Commencer la description du protocole IP, par une présentation du format du paquet (datagramme) peut sembler osé. Certains trouveront que l’approche est trop complexe, mais il n’en est rien. En effet, pour mettre en oeuvre des fonctions (priorisation, contrôle de flux, détection d’erreurs, etc.) un protocole doit prévoir dans son format de PDU, et notamment dans son PCI, les champs nécessaires à la mise en oeuvre de ces fonctions.
Autrement dit, étudier le format d’une PDU d’un protocole, renseigne immanquablement sur les fonctions qu’il offre. Ce chapitre présente donc le datagramme IP sans trop insister sur les différents champs. Les chapitres suivants, traitant des plus importantes fonctions d’IP, s’appuieront sur le format des champs, plus en détails.
Format général du paquet
Vous l’avez remarqué, on dit tout aussi bien « paquet« , que « datagramme« . En théorie, un datagramme véhicule toutes les informations nécessaires à son routage (notamment les adresses sources et destinations), alors qu’un paquet est beaucoup plus générique et pourrait fort bien ne pas comporter ces informations. Quoiqu’il en soit, nous dirons que « paquet » et « datagramme » c’est la même chose !
Un paquet IP moyen a une taille de 128 ou 256 octets. Avec l’arrivée des technologies ATM à très hauts débits, on commence à vulgariser des tailles plus importantes aux alentours des 1500 octets.
Le paquet IP est formé de deux grandes parties :
- l’entête du paquet, généralement d’une taille de 20 octets, constitue le PCI du protocole. C’est là que sont inscrites toutes les informations du protocole (adresse, segmentation, options, etc.).
- la partie « data », ou champ de données, d’une taille maximum de : (65536 octets) – (les octets d’entête et d’options). Elle véhicule la PDU de couche supérieure (généralement un segment TCP ou UDP).
L’analyse du champ de données ne nous apprendra rien, si ce n’est le format de la PDU TCP ou UDP, mais ce n’est pas le sujet de ce cours. Nous allons donc focaliser sur l’entête, qui vous le verrez est très intéressante !
Format général de l’entête du paquet
L’entête IP, comme tout le paquet IP est structurée en mots de 4 octets. C’est une des raisons qui a conduit a refusé la normalisation d’IP dans le modèle OSI, qui préconise une structure en mots de 1 octet.

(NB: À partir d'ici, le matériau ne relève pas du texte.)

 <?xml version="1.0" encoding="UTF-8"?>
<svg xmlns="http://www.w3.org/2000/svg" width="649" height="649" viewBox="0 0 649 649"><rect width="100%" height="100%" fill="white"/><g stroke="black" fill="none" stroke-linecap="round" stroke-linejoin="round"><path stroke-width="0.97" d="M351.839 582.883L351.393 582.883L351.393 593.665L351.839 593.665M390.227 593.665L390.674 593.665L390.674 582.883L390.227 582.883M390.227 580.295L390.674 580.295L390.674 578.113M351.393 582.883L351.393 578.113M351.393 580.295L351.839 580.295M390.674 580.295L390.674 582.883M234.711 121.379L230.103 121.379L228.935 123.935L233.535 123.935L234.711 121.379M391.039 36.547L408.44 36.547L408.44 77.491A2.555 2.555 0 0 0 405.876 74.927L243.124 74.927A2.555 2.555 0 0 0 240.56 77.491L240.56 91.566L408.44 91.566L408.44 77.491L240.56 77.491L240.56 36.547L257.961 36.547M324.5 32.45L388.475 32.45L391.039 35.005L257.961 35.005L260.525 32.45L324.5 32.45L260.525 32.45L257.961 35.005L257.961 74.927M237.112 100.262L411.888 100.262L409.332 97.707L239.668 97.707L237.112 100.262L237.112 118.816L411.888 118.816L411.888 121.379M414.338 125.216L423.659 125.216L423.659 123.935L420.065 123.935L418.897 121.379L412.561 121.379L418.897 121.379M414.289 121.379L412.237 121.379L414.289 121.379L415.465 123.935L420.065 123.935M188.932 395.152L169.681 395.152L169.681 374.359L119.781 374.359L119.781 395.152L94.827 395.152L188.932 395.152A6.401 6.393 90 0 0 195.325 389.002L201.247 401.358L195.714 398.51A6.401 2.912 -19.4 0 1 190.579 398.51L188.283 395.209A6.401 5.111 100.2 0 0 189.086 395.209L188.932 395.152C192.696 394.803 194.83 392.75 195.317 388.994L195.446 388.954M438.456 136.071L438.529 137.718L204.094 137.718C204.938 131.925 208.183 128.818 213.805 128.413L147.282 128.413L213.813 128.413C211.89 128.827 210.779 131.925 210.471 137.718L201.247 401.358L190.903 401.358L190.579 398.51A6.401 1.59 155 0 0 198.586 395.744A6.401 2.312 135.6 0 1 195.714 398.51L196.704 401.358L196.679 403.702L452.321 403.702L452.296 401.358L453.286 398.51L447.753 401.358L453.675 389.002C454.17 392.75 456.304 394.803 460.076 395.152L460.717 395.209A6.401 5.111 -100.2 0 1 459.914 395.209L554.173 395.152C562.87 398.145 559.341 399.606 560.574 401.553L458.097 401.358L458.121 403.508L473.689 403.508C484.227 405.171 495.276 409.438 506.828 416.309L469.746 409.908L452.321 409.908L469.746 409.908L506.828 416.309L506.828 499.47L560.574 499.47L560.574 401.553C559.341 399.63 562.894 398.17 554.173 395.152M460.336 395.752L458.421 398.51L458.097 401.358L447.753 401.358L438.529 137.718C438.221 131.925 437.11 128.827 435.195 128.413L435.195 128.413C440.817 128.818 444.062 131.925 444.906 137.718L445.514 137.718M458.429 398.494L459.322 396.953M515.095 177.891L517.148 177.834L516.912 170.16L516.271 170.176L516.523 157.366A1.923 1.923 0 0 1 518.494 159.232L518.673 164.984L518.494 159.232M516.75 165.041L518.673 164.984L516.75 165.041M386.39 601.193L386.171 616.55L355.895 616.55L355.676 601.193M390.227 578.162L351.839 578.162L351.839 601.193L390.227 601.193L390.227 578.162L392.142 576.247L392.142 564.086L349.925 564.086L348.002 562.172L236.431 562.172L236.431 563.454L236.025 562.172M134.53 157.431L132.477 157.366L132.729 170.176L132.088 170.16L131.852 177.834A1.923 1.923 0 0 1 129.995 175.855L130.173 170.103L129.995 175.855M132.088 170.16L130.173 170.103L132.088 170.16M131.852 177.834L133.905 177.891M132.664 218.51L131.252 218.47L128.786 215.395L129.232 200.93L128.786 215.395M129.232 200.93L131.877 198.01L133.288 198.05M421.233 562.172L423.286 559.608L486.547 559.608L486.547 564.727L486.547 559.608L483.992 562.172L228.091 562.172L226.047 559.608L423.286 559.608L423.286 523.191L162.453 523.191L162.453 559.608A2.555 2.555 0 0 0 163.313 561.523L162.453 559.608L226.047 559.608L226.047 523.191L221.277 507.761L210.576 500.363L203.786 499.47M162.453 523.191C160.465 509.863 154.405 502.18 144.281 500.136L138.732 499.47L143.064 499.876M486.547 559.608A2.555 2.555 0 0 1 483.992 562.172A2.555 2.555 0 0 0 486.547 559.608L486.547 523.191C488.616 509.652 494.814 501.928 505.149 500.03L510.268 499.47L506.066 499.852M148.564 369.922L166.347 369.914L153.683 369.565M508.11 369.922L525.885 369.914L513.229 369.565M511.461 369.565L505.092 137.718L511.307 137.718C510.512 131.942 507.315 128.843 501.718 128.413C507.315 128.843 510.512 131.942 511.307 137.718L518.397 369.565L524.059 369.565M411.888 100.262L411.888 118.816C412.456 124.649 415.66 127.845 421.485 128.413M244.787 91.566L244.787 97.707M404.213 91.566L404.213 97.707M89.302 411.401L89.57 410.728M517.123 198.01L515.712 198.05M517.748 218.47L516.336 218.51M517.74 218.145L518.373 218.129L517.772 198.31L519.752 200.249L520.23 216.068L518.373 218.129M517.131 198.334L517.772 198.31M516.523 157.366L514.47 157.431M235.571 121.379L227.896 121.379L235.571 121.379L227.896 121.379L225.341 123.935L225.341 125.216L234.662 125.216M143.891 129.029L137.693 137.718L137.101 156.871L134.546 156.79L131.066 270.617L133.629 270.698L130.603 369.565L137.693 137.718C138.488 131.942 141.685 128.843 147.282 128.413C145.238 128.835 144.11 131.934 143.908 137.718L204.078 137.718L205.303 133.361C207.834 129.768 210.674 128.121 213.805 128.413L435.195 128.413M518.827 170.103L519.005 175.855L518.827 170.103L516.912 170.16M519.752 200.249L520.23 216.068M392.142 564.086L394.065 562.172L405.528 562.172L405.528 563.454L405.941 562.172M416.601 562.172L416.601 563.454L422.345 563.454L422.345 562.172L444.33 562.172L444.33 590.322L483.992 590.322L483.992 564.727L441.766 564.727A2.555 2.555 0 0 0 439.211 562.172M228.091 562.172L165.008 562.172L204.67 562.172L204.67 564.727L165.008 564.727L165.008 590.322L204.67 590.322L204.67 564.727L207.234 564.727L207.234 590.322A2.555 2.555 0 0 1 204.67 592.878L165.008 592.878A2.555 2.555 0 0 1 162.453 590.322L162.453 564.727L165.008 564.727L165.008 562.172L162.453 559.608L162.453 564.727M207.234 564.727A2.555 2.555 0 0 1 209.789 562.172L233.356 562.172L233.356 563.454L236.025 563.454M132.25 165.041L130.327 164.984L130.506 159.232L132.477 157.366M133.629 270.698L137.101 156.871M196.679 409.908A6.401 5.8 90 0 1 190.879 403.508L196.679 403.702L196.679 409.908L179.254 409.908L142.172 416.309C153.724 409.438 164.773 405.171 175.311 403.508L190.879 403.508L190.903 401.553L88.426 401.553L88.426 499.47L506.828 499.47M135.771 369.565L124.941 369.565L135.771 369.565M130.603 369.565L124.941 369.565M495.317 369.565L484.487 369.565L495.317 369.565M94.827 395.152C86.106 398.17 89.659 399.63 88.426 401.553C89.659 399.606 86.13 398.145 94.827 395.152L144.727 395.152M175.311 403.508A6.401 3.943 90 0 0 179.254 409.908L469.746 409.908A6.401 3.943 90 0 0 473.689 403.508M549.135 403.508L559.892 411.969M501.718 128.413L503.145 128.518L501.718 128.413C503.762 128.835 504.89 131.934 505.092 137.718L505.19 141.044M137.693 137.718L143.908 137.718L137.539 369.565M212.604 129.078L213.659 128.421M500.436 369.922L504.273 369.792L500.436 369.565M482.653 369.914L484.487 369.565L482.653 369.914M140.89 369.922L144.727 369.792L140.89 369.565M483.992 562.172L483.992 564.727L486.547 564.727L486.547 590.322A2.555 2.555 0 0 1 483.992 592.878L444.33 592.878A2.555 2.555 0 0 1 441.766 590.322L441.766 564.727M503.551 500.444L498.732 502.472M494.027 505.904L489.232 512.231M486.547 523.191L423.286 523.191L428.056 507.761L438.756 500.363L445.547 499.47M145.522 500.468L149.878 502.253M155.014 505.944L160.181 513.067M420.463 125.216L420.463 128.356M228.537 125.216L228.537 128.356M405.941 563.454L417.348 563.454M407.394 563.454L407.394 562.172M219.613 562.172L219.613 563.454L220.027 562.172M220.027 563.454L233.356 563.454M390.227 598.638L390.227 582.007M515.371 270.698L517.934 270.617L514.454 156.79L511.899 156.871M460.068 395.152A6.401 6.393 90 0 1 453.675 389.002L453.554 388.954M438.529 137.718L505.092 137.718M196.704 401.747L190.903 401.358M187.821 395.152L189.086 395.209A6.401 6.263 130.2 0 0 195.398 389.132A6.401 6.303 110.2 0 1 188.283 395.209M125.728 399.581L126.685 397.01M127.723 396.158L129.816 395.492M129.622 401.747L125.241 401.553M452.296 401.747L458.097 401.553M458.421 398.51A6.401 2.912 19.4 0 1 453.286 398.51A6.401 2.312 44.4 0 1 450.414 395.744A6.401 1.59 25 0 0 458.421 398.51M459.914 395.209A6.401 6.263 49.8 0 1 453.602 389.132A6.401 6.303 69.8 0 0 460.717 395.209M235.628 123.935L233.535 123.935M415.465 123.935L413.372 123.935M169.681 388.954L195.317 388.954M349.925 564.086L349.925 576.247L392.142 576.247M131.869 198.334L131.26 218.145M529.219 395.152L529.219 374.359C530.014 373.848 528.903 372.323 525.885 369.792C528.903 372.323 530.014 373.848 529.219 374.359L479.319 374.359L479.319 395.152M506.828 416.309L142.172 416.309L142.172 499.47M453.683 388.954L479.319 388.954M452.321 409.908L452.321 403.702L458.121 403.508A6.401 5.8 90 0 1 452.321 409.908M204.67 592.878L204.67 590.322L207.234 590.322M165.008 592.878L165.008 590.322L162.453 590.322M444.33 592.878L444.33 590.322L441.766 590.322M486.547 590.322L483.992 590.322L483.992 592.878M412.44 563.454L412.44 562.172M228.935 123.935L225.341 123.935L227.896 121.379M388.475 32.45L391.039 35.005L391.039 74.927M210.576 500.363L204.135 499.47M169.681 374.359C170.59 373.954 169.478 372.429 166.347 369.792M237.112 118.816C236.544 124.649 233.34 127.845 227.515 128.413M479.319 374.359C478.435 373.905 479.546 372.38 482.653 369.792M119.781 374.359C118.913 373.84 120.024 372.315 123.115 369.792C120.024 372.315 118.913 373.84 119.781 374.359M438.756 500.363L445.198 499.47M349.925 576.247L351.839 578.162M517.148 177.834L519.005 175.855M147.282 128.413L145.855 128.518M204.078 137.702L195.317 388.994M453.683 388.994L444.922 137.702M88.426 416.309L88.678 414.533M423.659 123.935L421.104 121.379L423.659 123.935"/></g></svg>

Structure en mots de 4 octets veut dire que le nombre d’octets d’un paquet IP est toujours un multiple de 4 octets. Si on doit placer un nombre d’octets non multiple de 4 dans le paquet (65 par exemple), on procède à un complément, encore appelé « bourrage » pour les moins élégants, ou « padding » pour les cultivés ! Cette opération consiste à ajouter un nombre d’octets supplémentaires formés de 0, qui vont compléter jusqu’à un multiple de 4. Pour notre exemple, on ajouterai 3 octets pour obtenir 68 octets (68/4 = 17 mots de 4 octets).
L’entête IP standard n’utilise pas le champ « Option », elle a donc une longueur de 20 octets (5 mots de 4 octets) dans 99% des cas.
Le champ d’option peut avoir une longueur très variable. Nous le présentons succinctement, plus loin.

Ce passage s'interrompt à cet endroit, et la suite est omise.